- Born: 1959 (age 66–67)
- Education: Waseda University
- Occupation: Mathematics teacher
- Known for: Inventing KenKen

= Tetsuya Miyamoto =

Japanese mathematics teacher (born 1959)

Tetsuya Miyamoto (宮本 哲也, Miyamoto Tetsuya) is a Japanese mathematics teacher who invented the numerical logic puzzle KenKen. (It is called Kashikoku-Naru-Puzzle in Japanese, which literally means "a puzzle that makes you smarter." It is also known as Keisan Block.)

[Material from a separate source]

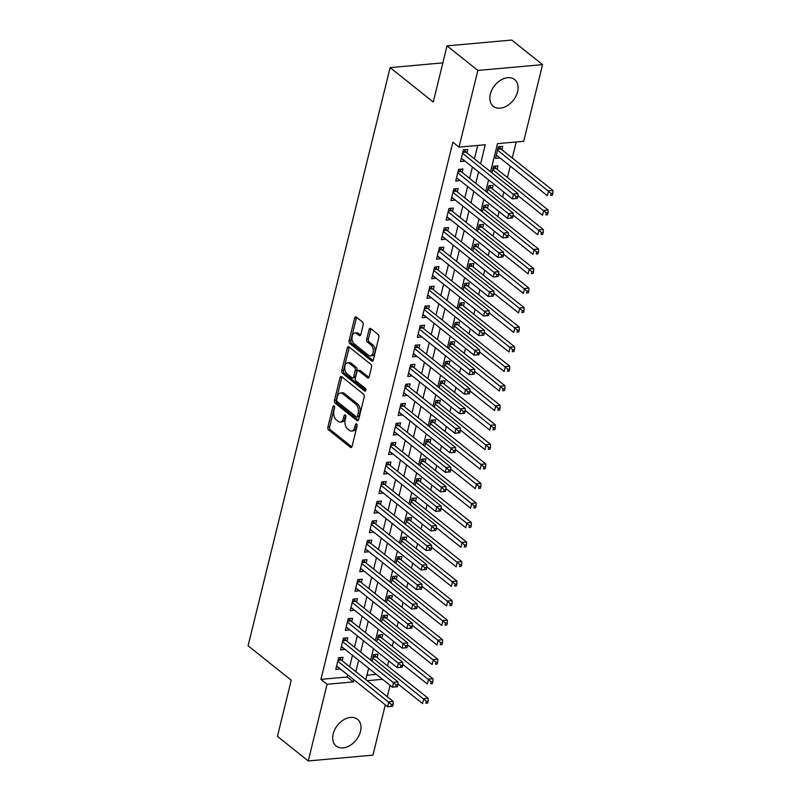 <?xml version="1.0" encoding="UTF-8"?>
<svg xmlns="http://www.w3.org/2000/svg" width="801" height="801" viewBox="0 0 801 801"><rect width="100%" height="100%" fill="white"/><g stroke="black" fill="none" stroke-linecap="round" stroke-linejoin="round"><path stroke-width="1.2" d="M334.067 406.017A1.502 0.901 -95.1 0 0 333.596 405.857A1.502 0.901 -95.1 0 0 332.886 406.688L327.889 427.053A2.153 1.292 -95.1 0 0 328.62 429.937L350.397 447.308A2.153 1.292 -95.1 0 0 351.068 447.539A2.153 1.292 -95.1 0 0 352.08 446.357L357.086 425.992A1.502 0.901 -95.1 0 0 356.565 423.969A1.502 0.901 -95.1 0 0 356.105 423.809A1.502 0.901 -95.1 0 0 355.394 424.64L354.743 427.273A6.889 4.125 -95.1 0 1 351.489 431.048A6.889 4.125 -95.1 0 1 349.366 430.317L347.554 428.875A6.889 4.125 -95.1 0 1 345.191 419.654L345.832 417.011A1.502 0.901 -95.1 0 0 345.321 414.998A1.502 0.901 -95.1 0 0 344.851 414.838A1.502 0.901 -95.1 0 0 344.14 415.659L343.489 418.302A6.889 4.125 -95.1 0 1 340.235 422.067A6.889 4.125 -95.1 0 1 338.112 421.346L336.3 419.894A6.889 4.125 -95.1 0 1 333.937 410.673L334.578 408.039A1.502 0.901 -95.1 0 0 334.067 406.017M517.606 91.704A17.101 11.885 -51.4 0 1 507.113 105.782A17.101 11.885 -51.4 0 1 493.306 106.303A17.101 11.885 -51.4 0 1 490.332 94.158A17.101 11.885 -51.4 0 1 500.815 80.08A17.101 11.885 -51.4 0 1 514.632 79.559A17.101 11.885 -51.4 0 1 517.606 91.704M360.48 731.423A17.101 11.885 -51.4 0 1 349.987 745.501A17.101 11.885 -51.4 0 1 336.17 746.021A17.101 11.885 -51.4 0 1 333.196 733.876A17.101 11.885 -51.4 0 1 343.689 719.799A17.101 11.885 -51.4 0 1 357.496 719.278A17.101 11.885 -51.4 0 1 360.48 731.423M363.183 324.866A2.153 1.292 -95.1 0 0 362.452 321.982L356.335 317.106A2.153 1.292 -95.1 0 0 355.674 316.876A2.153 1.292 -95.1 0 0 354.653 318.057L349.096 340.685A2.153 1.292 -95.1 0 0 349.837 343.569L371.614 360.941A2.153 1.292 -95.1 0 0 372.285 361.161A2.153 1.292 -95.1 0 0 373.296 359.979L378.853 337.361A2.153 1.292 -95.1 0 0 378.112 334.478L370.733 328.59A2.153 1.292 -95.1 0 0 370.072 328.36A2.153 1.292 -95.1 0 0 369.051 329.541L366.678 339.224A2.153 1.292 -95.1 0 0 367.419 342.107L371.073 345.031A5.757 3.444 -95.1 0 1 373.266 351.329A5.757 3.444 -95.1 0 1 370.332 355.884A5.757 3.444 -95.1 0 1 368.56 355.284L354.222 343.849A5.757 3.444 -95.1 0 1 352.029 337.541A5.757 3.444 -95.1 0 1 354.963 332.986A5.757 3.444 -95.1 0 1 356.735 333.586L359.128 335.499A2.153 1.292 -95.1 0 0 359.789 335.719A2.153 1.292 -95.1 0 0 360.81 334.548L363.183 324.866M385.291 704.86L372.946 755.133L308.255 760.95L277.436 736.369L291.234 680.209L248.09 645.796L390.107 67.614L433.251 102.027L447.038 45.867L477.857 70.448L542.547 64.631L523.724 141.296L497.491 143.659L490.592 171.764M308.255 760.95L327.078 684.284L353.311 681.921L353.842 679.769M480.58 163.774L485.256 144.761L459.023 147.114L452.865 142.198L320.921 679.368L327.078 684.284M459.023 147.114L477.857 70.448M341.697 376.73A2.153 1.292 -95.1 0 0 341.026 376.51A2.153 1.292 -95.1 0 0 340.014 377.692L334.458 400.31A2.153 1.292 -95.1 0 0 335.188 403.193L356.976 420.565A2.153 1.292 -95.1 0 0 357.636 420.795A2.153 1.292 -95.1 0 0 358.648 419.614L364.205 396.986A2.153 1.292 -95.1 0 0 363.474 394.102L341.697 376.73M341.777 370.493L347.334 347.874A2.153 1.292 -95.1 0 1 348.355 346.693A2.153 1.292 -95.1 0 1 349.016 346.923L370.793 364.295A2.153 1.292 -95.1 0 1 371.534 367.178L369.151 376.86A2.153 1.292 -95.1 0 1 368.14 378.032A2.153 1.292 -95.1 0 1 367.469 377.812L358.638 370.763A2.153 1.292 -95.1 0 0 357.977 370.533A2.153 1.292 -95.1 0 0 356.956 371.714L355.384 378.142A2.153 1.292 -95.1 0 0 356.125 381.026L365.316 388.355A1.502 0.901 -95.1 0 1 365.887 390.007A1.502 0.901 -95.1 0 1 365.126 391.198A1.502 0.901 -95.1 0 1 364.655 391.038L342.518 373.376A2.153 1.292 -95.1 0 1 341.777 370.493L343.529 370.342L349.086 347.714L347.334 347.874M499.884 157.857L496.27 155.184M501.877 149.727L502.718 146.313L498.352 146.703L495.469 158.428L499.844 158.027M497.081 169.261L497.922 165.847L493.556 166.238L491.934 172.836M492.285 188.796L493.126 185.381L488.75 185.772L487.138 192.37M487.489 208.33L488.33 204.916L483.954 205.306L482.332 211.895M482.693 227.864L483.534 224.45L479.158 224.841L477.536 231.429M477.897 247.399L478.728 243.975L474.362 244.375L472.74 250.963M473.091 266.933L473.932 263.509L469.566 263.909L467.944 270.498M468.295 286.468L469.136 283.043L464.76 283.434L463.148 290.032M463.499 306.002L464.34 302.578L459.964 302.968L458.352 309.566M458.703 325.526L459.544 322.112L455.168 322.503L453.546 329.101M453.907 345.061L454.738 341.647L450.372 342.037L448.75 348.635M449.101 364.595L449.942 361.181L445.576 361.571L443.954 368.17M444.305 384.13L445.146 380.715L440.78 381.106L439.158 387.704M439.509 403.664L440.35 400.25L435.974 400.64L434.362 407.228M434.713 423.198L435.554 419.784L431.178 420.175L429.556 426.763M429.917 442.733L430.758 439.308L426.382 439.709L424.76 446.297M425.111 462.267L425.952 458.843L421.586 459.243L419.964 465.832M420.315 481.801L421.156 478.377L416.79 478.778L415.168 485.366M415.519 501.336L416.36 497.912L411.984 498.302L410.372 504.9M410.723 520.86L411.564 517.446L407.188 517.836L405.566 524.435M405.927 540.395L406.768 536.98L402.392 537.371L400.77 543.969M401.131 559.929L401.962 556.515L397.596 556.905L395.974 563.503M396.325 579.463L397.166 576.049L392.8 576.44L391.178 583.038M391.529 598.998L392.37 595.584L387.994 595.974L386.382 602.562M386.733 618.532L387.574 615.118L383.198 615.508L381.586 622.097M381.937 638.067L382.778 634.642L378.402 635.043L376.78 641.631M342.167 660.745L343.008 657.321L338.633 657.711L335.759 669.436L340.175 668.865M346.963 641.211L347.804 637.786L343.429 638.187L340.555 649.901L344.971 649.331M351.759 621.676L352.6 618.252L348.235 618.652L345.351 630.367L349.767 629.806M356.555 602.142L357.396 598.727L353.031 599.118L350.147 610.833L354.563 610.272M361.361 582.607L362.202 579.193L357.827 579.584L354.943 591.298L359.359 590.737M366.157 563.073L366.998 559.659L362.623 560.049L359.749 571.774L364.155 571.203M370.953 543.539L371.794 540.124L367.419 540.515L364.545 552.239L368.961 551.669M375.749 524.004L376.59 520.59L372.215 520.98L369.341 532.705L373.757 532.134M380.545 504.47L381.386 501.056L377.021 501.446L374.137 513.171L378.553 512.6M385.351 484.945L386.182 481.521L381.817 481.912L378.933 493.636L383.349 493.066M390.147 465.411L390.988 461.987L386.613 462.377L383.739 474.102L388.145 473.531M394.943 445.877L395.784 442.452L391.409 442.853L388.535 454.567L392.951 453.997M399.739 426.342L400.58 422.918L396.205 423.318L393.331 435.033L397.747 434.472M404.535 406.808L405.376 403.394L401.011 403.784L398.127 415.499L402.543 414.938M409.341 387.273L410.172 383.859L405.807 384.25L402.923 395.964L407.339 395.404M414.137 367.739L414.978 364.325L410.603 364.715L407.719 376.44L412.135 375.869M418.933 348.205L419.774 344.79L415.399 345.181L412.525 356.906L416.941 356.335M423.729 328.67L424.57 325.256L420.195 325.647L417.321 337.371L421.737 336.8M428.525 309.136L429.366 305.722L425.001 306.112L422.117 317.837L426.532 317.266M433.321 289.612L434.162 286.187L429.797 286.578L426.913 298.302L431.328 297.732M438.127 270.077L438.968 266.653L434.593 267.043L431.709 278.768L436.124 278.197M442.923 250.543L443.764 247.119L439.389 247.519L436.515 259.234L440.92 258.663M447.719 231.008L448.56 227.584L444.185 227.985L441.311 239.699L445.726 239.139M452.515 211.474L453.356 208.06L448.981 208.45L446.107 220.165L450.522 219.604M457.311 191.94L458.152 188.525L453.787 188.916L450.903 200.63L455.318 200.07M462.117 172.405L462.948 168.991L458.583 169.381L455.699 181.106L460.114 180.535M320.921 679.368L347.143 677.005L347.674 674.853M349.677 666.732L352.47 655.328M354.473 647.198L357.276 635.794M359.269 627.664L362.072 616.259M364.065 608.129L366.868 596.725M368.86 588.595L371.664 577.191M373.666 569.06L376.46 557.656M378.462 549.526L381.266 538.122M383.258 529.992L386.062 518.587M388.054 510.457L390.858 499.053M392.85 490.933L395.654 479.519M397.656 471.399L400.45 459.994M402.452 451.864L405.246 440.46M407.248 432.33L410.052 420.925M412.044 412.795L414.848 401.391M416.84 393.261L419.644 381.857M421.636 373.727L424.44 362.322M426.442 354.192L429.236 342.788M431.238 334.658L434.042 323.254M436.034 315.123L438.838 303.719M440.83 295.599L443.634 284.185M445.626 276.065L448.43 264.65M450.432 256.53L453.226 245.126M455.228 236.996L458.032 225.592M460.024 217.461L462.828 206.057M464.82 197.927L467.624 186.523M469.616 178.393L472.42 166.988M474.412 158.858L477.716 145.432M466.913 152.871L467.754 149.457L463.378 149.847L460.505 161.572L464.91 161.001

Miyamoto developed KenKen in 2003 to help his students improve their calculation skills, logical thinking and patience. His puzzle series has sold over 1.5 million copies in Japan. It was introduced to the rest of the world at the 2007 Bologna Book Fair as KenKen and has been translated into Korean, Thai, German, French, Czech, Mandarin Chinese, Simplified Chinese, Slovene, Spanish, Portuguese, and Icelandic. KenKen made its debut in The Times (London) in March 2008, and the New York Times in February 2009. The first U.S. KenKen tournament was held in March 2009 in Brooklyn, with Miyamoto in attendance.

Miyamoto graduated from Waseda University in Tokyo. He worked as an instructor at a juku (university preparatory cramming school) in Yokohama. In 1993 he founded his own school named Miyamoto Sansuu Kyoushitsu (Miyamoto Math Classroom) in Yokohama, and established his unique "non-teaching classroom" methodology called "The Art of Teaching Without Teaching". He moved his classroom to Tokyo (near Tokyo station) in 2009, and moved his classroom to Manhattan in 2015. His Manhattan class is named Miyamoto Mathematics Inc. He currently spends 8 months in New York and 4 months in Japan. He teaches KenKen to children on weekends.

He wrote over 180 books in Japanese, including his teaching methodology book called "Kyouikuron" that has been sold over 100,000 copies and the "Kashikoku-Naru-Sansuu" series that is consist of 96 math problem books that scaffold gradually.